[[ Source material, beginning ]]

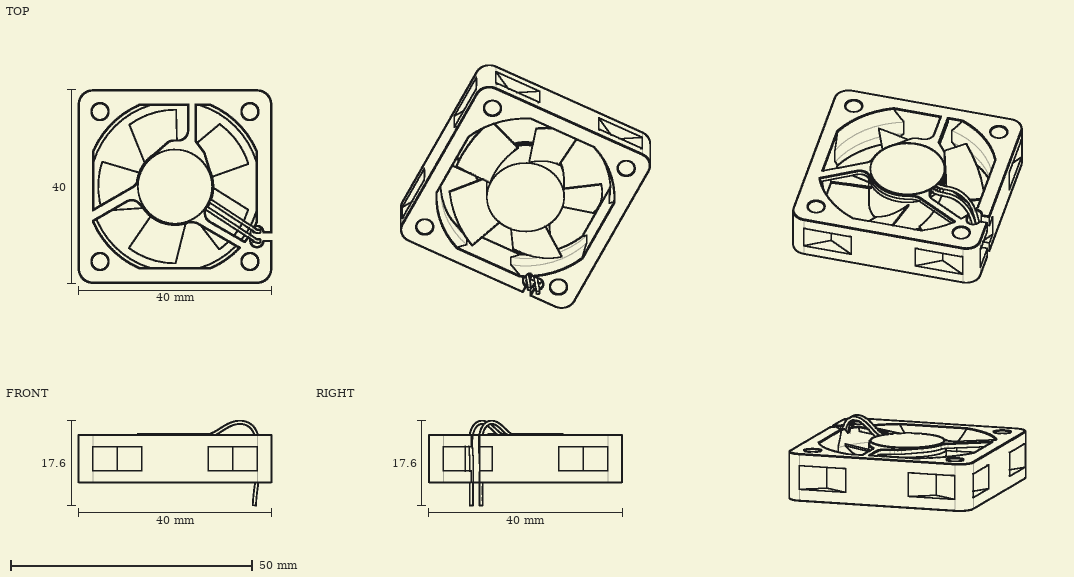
import cadquery as cq
import math

SIDE = 40.0
HEIGHT = 10.0
CORNER_RADIUS = 3.0
EDGE_CHAMFER = 0.15
OPENING_SIDE = 33.7
THROAT_RADIUS = 17.6
MOUTH_RADIUS = 18.35
FLARE_HEIGHT = HEIGHT / 3
HOLE_OFFSET = 15.5
HOLE_DIAMETER = 3.35

POCKET_HEIGHT = HEIGHT / 2
POCKET_DEPTH = 3.0
POCKET_LENGTH = 10.15
POCKET_OFFSET = SIDE / 2 - CORNER_RADIUS - POCKET_LENGTH / 2

PLATE_RADIUS = 7.9
PLATE_THICKNESS = 1.0
PLATE_BOTTOM = HEIGHT - PLATE_THICKNESS
LABEL_RADIUS = 7.7
LABEL_THICKNESS = 0.15
ARM_NEAR_OFFSET = 2.65
ARM_FAR_OFFSET = 4.35
ARM_REACH = 18.8
ARM_FILLET = 2.0
BACK_ARM_DIRECTION = 90
LEFT_ARM_DIRECTION = BACK_ARM_DIRECTION + 120
RIGHT_ARM_DIRECTION = LEFT_ARM_DIRECTION + 120

BACK_CROOK_Y = 9.6
BACK_SHOULDER_X = -1.1
BACK_FAR_ROOT_Y = 9.45
BACK_FLANK = (6.15, 7.0)
BACK_RIM_ANGLES = (19, 130)

LEFT_ARM_NEAR_OFFSET = 2.25
LEFT_FAR_ROOT = 6.7
LEFT_NEAR_ROOT = 8.6
LEFT_RIM_ANGLES = (168, 222)

RIGHT_FAR_ROOT = 7.4
RIGHT_NEAR_ROOT = 8.75
RIGHT_LOWER_START_X = 2.5
RIGHT_UPPER_START_Y = -4.8

OUTLET_X = 16.95
OUTLET_Y = -10.35
OUTLET_RADIUS = 1.3
OUTLET_SLOT_WIDTH = 1.7

WIRE_RADIUS = 0.35
WIRE_SPACING = 2.0
WIRE_HEADING = -0.655
WIRE_DROP_X = 16.8
WIRE_DROP_Y = -9.2
WIRE_BOW = [(6.2, 9.6), (8.1, 10.15), (10.8, 11.75), (13.8, 12.5), (16.0, 11.45), (WIRE_DROP_X, 10.0)]
WIRE_TAIL = [(17.45, 5.2), (16.9, 0.0), (16.45, -4.7)]

ROTOR_RADIUS = 8.0
ROTOR_BOTTOM = 0.2
ROTOR_TOP = 8.15
BLADE_COUNT = 5
BLADE_ANGLE = 107.75
BLADE_TIP_RADIUS = 15.9
BLADE_LOW_Z = 0.5
BLADE_HIGH_Z = 7.1
BLADE_SAG = 0.5
BLADE_THICKNESS = 0.4
BLADE_INNER = 4.0
BLADE_OUTER = 16.8
BLADE_INNER_EDGES = (4.3, -1.9)
BLADE_OUTER_EDGES = (5.25, -5.6)


def fan_opening():
    """Waisted round bore, flattened where it meets the four walls, widened by a chamfer at both mouths."""
    rim_radius = MOUTH_RADIUS + EDGE_CHAMFER
    half_profile = [
        (0, 0),
        (rim_radius, 0),
        (MOUTH_RADIUS, EDGE_CHAMFER),
        (THROAT_RADIUS, FLARE_HEIGHT),
        (THROAT_RADIUS, HEIGHT - FLARE_HEIGHT),
        (MOUTH_RADIUS, HEIGHT - EDGE_CHAMFER),
        (rim_radius, HEIGHT),
        (0, HEIGHT),
    ]
    bore = cq.Workplane("XZ").polyline(half_profile).close().revolve(360, (0, 0, 0), (0, 1, 0))
    square = cq.Workplane("XY").rect(OPENING_SIDE, OPENING_SIDE).extrude(HEIGHT)
    for level, inward in ((0, 1), (HEIGHT, -1)):
        rim = (
            cq.Workplane("XY")
            .workplane(offset=level)
            .rect(OPENING_SIDE + 2 * EDGE_CHAMFER, OPENING_SIDE + 2 * EDGE_CHAMFER)
            .workplane(offset=inward * EDGE_CHAMFER)
            .rect(OPENING_SIDE, OPENING_SIDE)
            .loft(ruled=True)
        )
        square = square.union(rim)
    return bore.intersect(square)


def arm(outline, rounded_corners):
    """Plate-thick arm with the given outline; the corners listed are rounded."""
    body = cq.Workplane("XY").workplane(offset=PLATE_BOTTOM).polyline(outline).close().extrude(PLATE_THICKNESS)
    for x, y in rounded_corners:
        corner = cq.selectors.NearestToPointSelector((x, y, HEIGHT - PLATE_THICKNESS / 2))
        body = body.edges("|Z").edges(corner).fillet(ARM_FILLET)
    return body


def arm_point(direction, along, offset):
    """Point at a distance along an arm direction and a distance to the right of it."""
    a = math.radians(direction)
    return (
        along * math.cos(a) + offset * math.sin(a),
        along * math.sin(a) - offset * math.cos(a),
    )


def rim_point(angle):
    """Point on the rim of the hub plate."""
    a = math.radians(angle)
    return (PLATE_RADIUS * math.cos(a), PLATE_RADIUS * math.sin(a))


def arm_ends(direction, near_offset=ARM_NEAR_OFFSET):
    """The two buried end corners of an arm: far edge first, near edge second."""
    return [
        arm_point(direction, ARM_REACH, ARM_FAR_OFFSET),
        arm_point(direction, ARM_REACH, near_offset),
    ]


def hub_plate():
    """Round plate and its three arms, each flowing into the plate in its own way."""
    plate = cq.Workplane("XY").workplane(offset=PLATE_BOTTOM).circle(PLATE_RADIUS).extrude(PLATE_THICKNESS)

    crook = (ARM_NEAR_OFFSET, BACK_CROOK_Y)
    shoulder = (BACK_SHOULDER_X, BACK_CROOK_Y)
    back_arm = arm(
        [
            (0, 0),
            rim_point(BACK_RIM_ANGLES[0]),
            BACK_FLANK,
            (ARM_FAR_OFFSET, BACK_FAR_ROOT_Y),
            *arm_ends(BACK_ARM_DIRECTION),
            crook,
            shoulder,
            rim_point(BACK_RIM_ANGLES[1]),
        ],
        [crook, shoulder],
    )

    upper = arm_point(LEFT_ARM_DIRECTION, LEFT_FAR_ROOT, ARM_FAR_OFFSET)
    lower = arm_point(LEFT_ARM_DIRECTION, LEFT_NEAR_ROOT, LEFT_ARM_NEAR_OFFSET)
    left_arm = arm(
        [
            (0, 0),
            rim_point(LEFT_RIM_ANGLES[0]),
            upper,
            *arm_ends(LEFT_ARM_DIRECTION, LEFT_ARM_NEAR_OFFSET),
            lower,
            rim_point(LEFT_RIM_ANGLES[1]),
        ],
        [upper, lower],
    )

    inner = arm_point(RIGHT_ARM_DIRECTION, RIGHT_NEAR_ROOT, ARM_NEAR_OFFSET)
    outer = arm_point(RIGHT_ARM_DIRECTION, RIGHT_FAR_ROOT, ARM_FAR_OFFSET)
    right_arm = arm(
        [
            (0, 0),
            (RIGHT_LOWER_START_X, outer[1]),
            outer,
            *arm_ends(RIGHT_ARM_DIRECTION),
            inner,
            (inner[0], RIGHT_UPPER_START_Y),
        ],
        [outer, inner],
    )
    plate = plate.union(back_arm).union(left_arm).union(right_arm)
    return plate.faces(">Z").edges().chamfer(EDGE_CHAMFER)


def side_pockets():
    """Triangular pockets, deepest in the middle, two on each of the four sides."""
    half = POCKET_LENGTH / 2
    pockets = cq.Workplane("XY")
    for turn in range(4):
        for centre in (-POCKET_OFFSET, POCKET_OFFSET):
            pocket = (
                cq.Workplane("XY")
                .workplane(offset=(HEIGHT - POCKET_HEIGHT) / 2)
                .moveTo(centre - half, -SIDE / 2)
                .lineTo(centre + half, -SIDE / 2)
                .lineTo(centre, -SIDE / 2 + POCKET_DEPTH)
                .close()
                .extrude(POCKET_HEIGHT)
                .rotate((0, 0, 0), (0, 0, 1), 90 * turn)
            )
            pockets = pockets.add(pocket)
    return pockets.combine()


def wire_outlet():
    """Long hole down through the wall with a narrower slot out to the +X side."""
    hole = (
        cq.Workplane("XY")
        .center(OUTLET_X, OUTLET_Y)
        .slot2D(OUTLET_SLOT_WIDTH + 2 * OUTLET_RADIUS, 2 * OUTLET_RADIUS, 90)
        .extrude(HEIGHT)
    )
    slot = (
        cq.Workplane("XY")
        .center((OUTLET_X + SIDE / 2) / 2, OUTLET_Y)
        .rect(SIDE / 2 - OUTLET_X, OUTLET_SLOT_WIDTH)
        .extrude(HEIGHT)
    )
    return hole.union(slot)


def wire(shift):
    """Round wire bowing out of the hub plate and hanging down through the outlet."""
    bow = [(x, WIRE_DROP_Y + shift + WIRE_HEADING * (x - WIRE_DROP_X), z) for x, z in WIRE_BOW]
    tail = [(x, WIRE_DROP_Y + shift, z) for x, z in WIRE_TAIL]
    path = cq.Workplane("XY").spline(bow + tail)
    start = cq.Plane(origin=bow[0], normal=path.val().tangentAt(0).toTuple())
    return cq.Workplane(start).circle(WIRE_RADIUS).sweep(path)


def make_frame():
    """Fan frame with its hub plate, label and two wires as one solid."""
    frame = cq.Workplane("XY").rect(SIDE, SIDE).extrude(HEIGHT).edges("|Z").fillet(CORNER_RADIUS)
    frame = (
        frame.faces(">Z")
        .workplane(origin=(0, 0, HEIGHT))
        .rect(2 * HOLE_OFFSET, 2 * HOLE_OFFSET, forConstruction=True)
        .vertices()
        .hole(HOLE_DIAMETER)
    )
    frame = frame.cut(wire_outlet())
    frame = frame.faces("<Z or >Z").edges().chamfer(EDGE_CHAMFER)
    frame = frame.cut(fan_opening()).cut(side_pockets())
    frame = frame.union(hub_plate())
    label = cq.Workplane("XY").workplane(offset=HEIGHT).circle(LABEL_RADIUS).extrude(LABEL_THICKNESS)
    frame = frame.union(label)
    for shift in (0, -WIRE_SPACING):
        frame = frame.union(wire(shift))
    return frame


def blade_section(distance, edges):
    """Cambered blade section on a plane square to the blade's centre line."""
    high, low = edges
    middle = ((high + low) / 2, (BLADE_HIGH_Z + BLADE_LOW_Z) / 2 - BLADE_SAG)
    return (
        cq.Workplane("YZ", origin=(distance, 0, 0))
        .moveTo(low, BLADE_LOW_Z)
        .threePointArc(middle, (high, BLADE_HIGH_Z))
        .lineTo(high, BLADE_HIGH_Z + BLADE_THICKNESS)
        .threePointArc((middle[0], middle[1] + BLADE_THICKNESS), (low, BLADE_LOW_Z + BLADE_THICKNESS))
        .close()
        .wires()
        .val()
    )


def blade():
    """One blade along +X, from inside the rotor hub to the round blade tip."""
    sections = [
        blade_section(BLADE_INNER, BLADE_INNER_EDGES),
        blade_section(BLADE_OUTER, BLADE_OUTER_EDGES),
    ]
    body = cq.Workplane(cq.Solid.makeLoft(sections, True))
    return body.intersect(cq.Workplane("XY").circle(BLADE_TIP_RADIUS).extrude(HEIGHT))


def make_rotor():
    """Round hub with its ring of blades as one solid."""
    rotor = (
        cq.Workplane("XY").workplane(offset=ROTOR_BOTTOM).circle(ROTOR_RADIUS).extrude(ROTOR_TOP - ROTOR_BOTTOM)
    )
    for i in range(BLADE_COUNT):
        turn = BLADE_ANGLE + i * 360 / BLADE_COUNT
        rotor = rotor.union(blade().rotate((0, 0, 0), (0, 0, 1), turn))
    return rotor


frame = make_frame()
rotor = make_rotor()
result = cq.Compound.makeCompound([frame.solids().val(), rotor.solids().val()])

[[ Source material, end ]]

Exercise aim => Using the records given above, list every line that includes the word "faces".

Completed exercise =>
    return plate.faces(">Z").edges().chamfer(EDGE_CHAMFER)
        frame.faces(">Z")
    frame = frame.faces("<Z or >Z").edges().chamfer(EDGE_CHAMFER)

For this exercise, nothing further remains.